1\. [http://softwareas.com/dynamic-favicons](http://softwareas.com/dynamic-
favicons)

2\.
[https://bugzilla.mozilla.org/show_bug.cgi?id=486262](https://bugzilla.mozilla.org/show_bug.cgi?id=486262)

3\.
[https://code.google.com/p/chromium/issues/detail?id=3541](https://code.google.com/p/chromium/issues/detail?id=3541)

------
pamelafox
I've been playing around with getUserMedia today (via RecorderJS), and in
Chrome, it will display a pulsating red button over the favicon whenever it is
streaming the data. Pretty neat.

I'm still going to do a lot of messaging around the recording state in the
page itself, though, because, I'm not actually recording the whole time that
the media stream is connected - I just have it connected the whole time so
that I don't need to re-request permission to record.

------
jaredsohn
This was mentioned when YouTube started doing this but some of the comments
here don't seem to be aware of it.

Chrome will indicate when sound is playing right now if you add "–enable-
audible-notifications" to the commandline (easier done on Windows than MacOSX)
and even works for sound coming from Flash plug-ins.
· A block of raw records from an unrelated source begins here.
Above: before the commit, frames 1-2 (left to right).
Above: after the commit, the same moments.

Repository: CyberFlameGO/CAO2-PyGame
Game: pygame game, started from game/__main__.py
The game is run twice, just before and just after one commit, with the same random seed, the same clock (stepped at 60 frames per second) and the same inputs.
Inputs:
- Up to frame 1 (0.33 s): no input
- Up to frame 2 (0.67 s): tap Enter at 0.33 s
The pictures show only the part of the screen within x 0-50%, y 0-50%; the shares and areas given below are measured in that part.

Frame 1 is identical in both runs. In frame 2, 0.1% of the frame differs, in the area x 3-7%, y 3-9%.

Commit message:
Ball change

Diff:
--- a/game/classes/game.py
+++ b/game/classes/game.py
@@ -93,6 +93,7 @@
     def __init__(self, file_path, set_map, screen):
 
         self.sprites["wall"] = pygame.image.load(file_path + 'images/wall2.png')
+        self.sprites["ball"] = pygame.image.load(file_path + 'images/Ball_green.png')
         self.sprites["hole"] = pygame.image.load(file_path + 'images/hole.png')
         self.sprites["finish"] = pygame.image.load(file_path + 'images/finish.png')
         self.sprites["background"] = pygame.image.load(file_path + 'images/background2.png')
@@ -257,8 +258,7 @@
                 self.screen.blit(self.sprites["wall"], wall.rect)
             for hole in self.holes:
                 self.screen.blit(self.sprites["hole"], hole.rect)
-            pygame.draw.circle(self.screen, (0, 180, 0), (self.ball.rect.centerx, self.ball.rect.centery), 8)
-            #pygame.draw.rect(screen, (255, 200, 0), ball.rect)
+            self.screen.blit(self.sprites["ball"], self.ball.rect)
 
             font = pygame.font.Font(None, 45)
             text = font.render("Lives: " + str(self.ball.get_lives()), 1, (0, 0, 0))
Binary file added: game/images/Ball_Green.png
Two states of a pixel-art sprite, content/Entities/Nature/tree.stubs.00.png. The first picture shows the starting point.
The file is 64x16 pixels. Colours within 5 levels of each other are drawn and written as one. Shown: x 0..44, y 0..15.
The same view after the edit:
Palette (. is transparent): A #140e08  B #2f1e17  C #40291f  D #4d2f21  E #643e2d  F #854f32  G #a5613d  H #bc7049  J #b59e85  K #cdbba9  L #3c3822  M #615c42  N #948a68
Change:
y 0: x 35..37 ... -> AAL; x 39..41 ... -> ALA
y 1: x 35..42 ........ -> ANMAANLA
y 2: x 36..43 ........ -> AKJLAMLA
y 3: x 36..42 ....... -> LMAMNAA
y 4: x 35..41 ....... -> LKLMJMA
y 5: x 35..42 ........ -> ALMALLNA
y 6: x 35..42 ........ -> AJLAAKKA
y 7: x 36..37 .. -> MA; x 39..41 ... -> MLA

Of course since it
requires a commandline to work, there are likely some issues associated with
it (but it has worked fine for me.)

Once this feature no longer requires a commandline, this idea will still be
useful for people who use other browsers.

------
shaneofalltrad
I use a custom JavaScript template, that loses this when the new hash URL is
generated. So I used it like so...

    
    
        $('a').bind("mousemove", function(event){
                document.title = document.title.replace("\u25B6","")
                $("audio").each(function(index) {
                    if(!this.paused) {
                        document.title = "\u25B6 " + document.title.replace("\u25B6 ","")
                        return false;
                    }
                })
        });

------
jmduke
Er, this doesn't seem to be working on herdingcode.com.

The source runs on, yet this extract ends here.